Table 2. Human rabies cases, post-exposure immunization in humans and dog anti-rabies vaccination from 2003 through 2016 in Sri Lanka.

Demography and Ecology of Domestic Dogs and Social Aspects of Humans Affecting Dog To Human Rabies Transmission

In Sri Lanka the percentage of rabies-positive samples increased with the human population size or density of an area, with the Western and Southern provinces having one of the largest human population sizes and densities. When classified by geographical area, it was found that most human and animal rabies cases originated from a small number of districts, i.e., Colombo, Gampaha, Galle, and Kalutara. The total dog population of Sri Lanka has been estimated to be over 2.5 million [37]. In the 1980s, Sri Lanka had a dog: human ratio of 1:8 [38], while the ratio was 1:4.6 in 1997. A 2013 purposively selected multi-stage cluster sample reported a dog: human ratio of 1:6.7. However, there is a lack of information on the habitat preferences, distribution, density and social structures of the dog populations in various districts of Sri Lanka.

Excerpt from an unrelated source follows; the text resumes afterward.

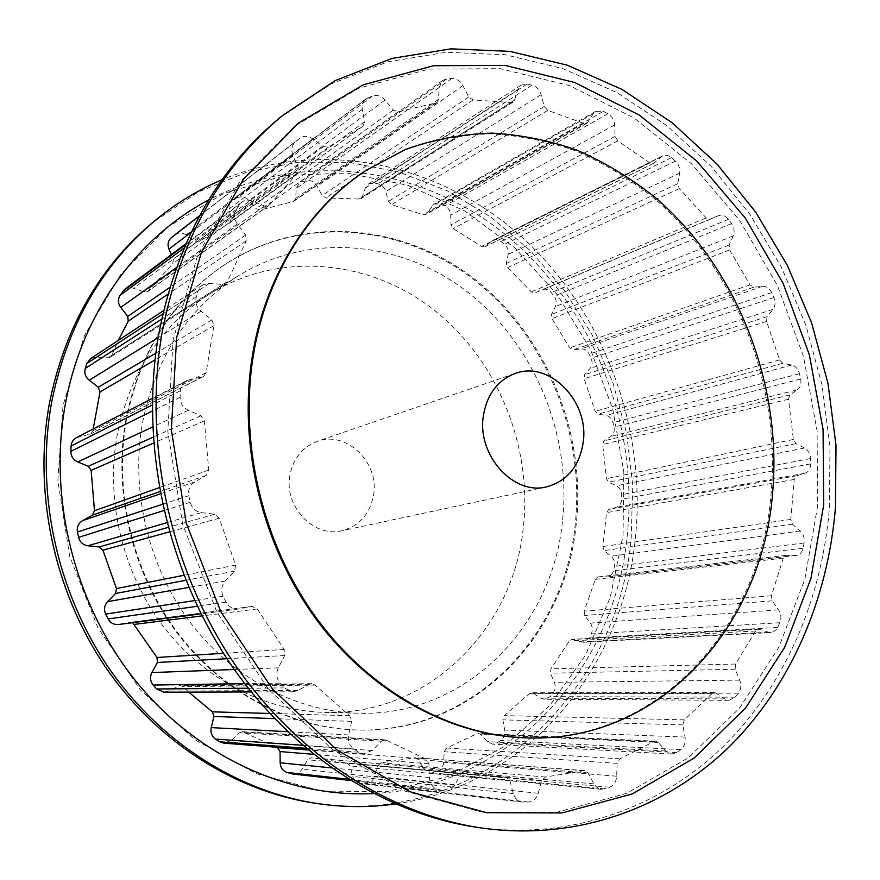 <?xml version="1.0" encoding="UTF-8"?>
<svg xmlns="http://www.w3.org/2000/svg" width="880" height="880" viewBox="0 0 880 880"><rect width="100%" height="100%" fill="white"/><g stroke="black" fill="none" stroke-linecap="round" stroke-linejoin="round"><path stroke-width="0.66" stroke-dasharray="4.4 3.3" d="M289.839 475.684C284.031 506.748 314.017 537.999 341.902 530.75C359.513 525.932 370.084 513.92 373.615 494.703C379.401 462.176 346.126 430.232 317.097 441.397C302.17 447.128 293.084 458.557 289.839 475.684M278.96 118.47L331.177 83.919L387.64 61.853L446.259 52.272L505.076 54.714L562.386 68.431L616.671 92.411L666.699 125.532L711.403 166.595L749.925 214.324L781.561 267.476L805.739 324.753L821.997 384.857L829.972 446.49L829.4 508.288C821.832 599.379 784.96 686.268 722.172 747.604C659.087 808.203 569.954 840.598 475.662 827.123M364.804 171.193L404.712 150.029C432.773 140.107 461.428 134.717 490.699 133.848C519.915 135.487 548.482 141.251 576.411 151.14C603.636 163.185 629.222 178.651 653.158 197.516C734.844 267.091 780.439 382.272 771.276 491.392C761.783 626.494 657.525 744.744 522.049 737.704M817.663 505.879L804.87 579.084L778.723 647.482L739.574 708.059L688.347 757.735L626.582 793.43L556.567 812.306L481.481 812.031L405.284 791.197L332.585 749.694L268.29 688.996L217.041 612.337L182.71 524.513L167.805 431.453L173.14 339.548L197.824 254.848L239.448 182.479L294.547 126.17L359.106 88.121L428.978 69.091L500.291 68.684L569.635 85.624L634.128 118.041L691.416 163.746L739.64 220.341L777.359 285.373L803.451 356.356L817.08 430.727L817.663 505.879M562.419 521.796C552.145 626.758 465.399 716.738 358.281 713.218C296.945 711.623 233.662 679.041 191.191 623.656C148.962 568.117 130.449 492.525 142.219 424.27C155.254 358.567 186.879 309.331 237.083 276.595C310.123 230.659 403.876 241.164 469.854 293.81C535.887 346.753 571.967 436.656 562.419 521.796M523.204 528.671C512.82 629.585 428.153 715.825 324.621 712.382C265.331 710.831 204.402 679.679 163.647 626.824C123.123 573.826 105.479 501.699 116.93 436.414C129.591 373.56 160.171 326.304 208.67 294.657C279.268 250.228 370.073 259.677 433.994 309.947C497.981 360.481 532.807 446.842 523.204 528.671M314.347 803.11C480.601 828.696 618.519 692.681 631.191 537.757L632.775 485.54L626.626 433.499L612.964 382.844L592.086 334.763L564.454 290.411L530.618 250.91L491.271 217.36L447.238 190.795L399.52 172.205L349.305 162.448L297.946 162.228L246.994 172.04L198.11 192.082L153.109 222.2M395.34 803.968C528.396 785.554 623.414 666.908 635.481 537.119C646.525 427.625 604.274 313.313 523.974 238.975C443.608 165.286 325.787 136.642 222.068 179.718M623.051 535.458L623.81 471.867L612.733 409.002L590.337 349.228L557.381 294.822L514.954 247.973L464.464 210.793L407.693 185.251L346.83 173.041L284.493 175.527L223.74 193.479L167.882 226.93L120.373 274.945L84.502 335.489L63.03 405.416L57.86 480.612L69.674 556.325L97.845 627.616L140.437 689.909L194.425 739.431L256.113 773.586L321.486 791.043L386.694 791.681L448.261 776.457L503.316 747.065L549.637 705.738L585.629 654.951L610.28 597.333L623.051 535.458M125.719 420.442C113.091 492.657 132.198 572.737 176.363 632.049C220.803 691.207 287.298 726.704 352.187 729.795C469.216 736.131 564.344 638.374 575.157 524.744C585.255 433.147 546.04 336.6 474.518 280.203C403.106 224.125 301.532 213.972 223.311 265.529C171.864 300.586 139.337 352.22 125.719 420.442M126.357 420.123C113.729 492.415 132.858 572.594 177.078 631.972C221.551 691.196 288.112 726.748 353.067 729.839C470.195 736.186 565.378 638.319 576.191 524.568C586.278 432.883 547.041 336.237 475.453 279.774C403.986 223.619 302.335 213.444 224.048 265.034C172.557 300.124 139.997 351.824 126.357 420.123M373.472 793.551C511.786 787.05 615.241 667.546 627.33 534.809C638.517 425.403 594.209 310.948 511.511 239.679C428.857 168.993 308.737 147.4 208.692 199.914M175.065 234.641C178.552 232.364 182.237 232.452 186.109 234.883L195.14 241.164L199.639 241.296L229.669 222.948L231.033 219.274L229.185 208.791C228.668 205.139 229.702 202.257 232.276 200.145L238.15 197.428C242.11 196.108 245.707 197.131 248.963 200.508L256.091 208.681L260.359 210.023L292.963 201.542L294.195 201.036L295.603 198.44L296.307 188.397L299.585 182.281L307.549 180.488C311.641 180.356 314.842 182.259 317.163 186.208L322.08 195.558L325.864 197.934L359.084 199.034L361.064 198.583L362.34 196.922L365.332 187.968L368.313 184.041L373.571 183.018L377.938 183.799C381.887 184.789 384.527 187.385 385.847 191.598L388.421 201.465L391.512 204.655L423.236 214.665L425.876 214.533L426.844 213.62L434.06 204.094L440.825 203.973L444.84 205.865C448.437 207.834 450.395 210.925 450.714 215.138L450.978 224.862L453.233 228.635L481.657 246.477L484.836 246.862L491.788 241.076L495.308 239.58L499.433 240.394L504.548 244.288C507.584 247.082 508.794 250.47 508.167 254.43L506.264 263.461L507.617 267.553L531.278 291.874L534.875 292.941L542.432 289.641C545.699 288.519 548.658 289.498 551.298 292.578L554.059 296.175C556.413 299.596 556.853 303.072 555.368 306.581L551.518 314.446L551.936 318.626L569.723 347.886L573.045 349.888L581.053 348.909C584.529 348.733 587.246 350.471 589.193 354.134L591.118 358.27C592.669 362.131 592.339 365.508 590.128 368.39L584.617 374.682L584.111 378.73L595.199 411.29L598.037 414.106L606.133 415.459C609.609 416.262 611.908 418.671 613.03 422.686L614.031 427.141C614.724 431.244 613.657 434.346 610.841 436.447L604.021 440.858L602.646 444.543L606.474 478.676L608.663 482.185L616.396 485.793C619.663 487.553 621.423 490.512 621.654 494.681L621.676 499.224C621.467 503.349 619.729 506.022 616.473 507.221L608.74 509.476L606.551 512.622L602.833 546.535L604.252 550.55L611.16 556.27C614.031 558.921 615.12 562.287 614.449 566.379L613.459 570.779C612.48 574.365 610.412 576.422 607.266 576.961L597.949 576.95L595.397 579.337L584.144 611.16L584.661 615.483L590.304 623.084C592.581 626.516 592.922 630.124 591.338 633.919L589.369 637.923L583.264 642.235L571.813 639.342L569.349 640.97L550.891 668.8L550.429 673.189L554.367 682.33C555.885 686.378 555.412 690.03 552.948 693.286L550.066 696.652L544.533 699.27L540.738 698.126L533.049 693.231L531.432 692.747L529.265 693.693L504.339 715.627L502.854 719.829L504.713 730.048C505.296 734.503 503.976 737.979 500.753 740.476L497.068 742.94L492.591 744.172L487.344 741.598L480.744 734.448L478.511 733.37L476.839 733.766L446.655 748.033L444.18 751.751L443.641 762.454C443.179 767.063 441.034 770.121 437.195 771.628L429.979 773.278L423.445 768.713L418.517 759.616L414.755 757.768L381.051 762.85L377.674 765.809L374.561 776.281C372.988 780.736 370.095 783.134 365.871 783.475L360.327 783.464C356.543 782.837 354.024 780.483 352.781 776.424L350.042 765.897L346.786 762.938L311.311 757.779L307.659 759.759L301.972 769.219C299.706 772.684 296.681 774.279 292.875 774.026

The basic needs of dogs include food, water, and shelter. They typically choose a habitat where these resources are abundant and accessible without danger. In the areas in and around human settlements, dogs can easily find food that has been disposed of or even find an owner who actively takes care of them. If sufficient resources of adequate quality are available, both reproduction rate and life expectancy increase and the population grow.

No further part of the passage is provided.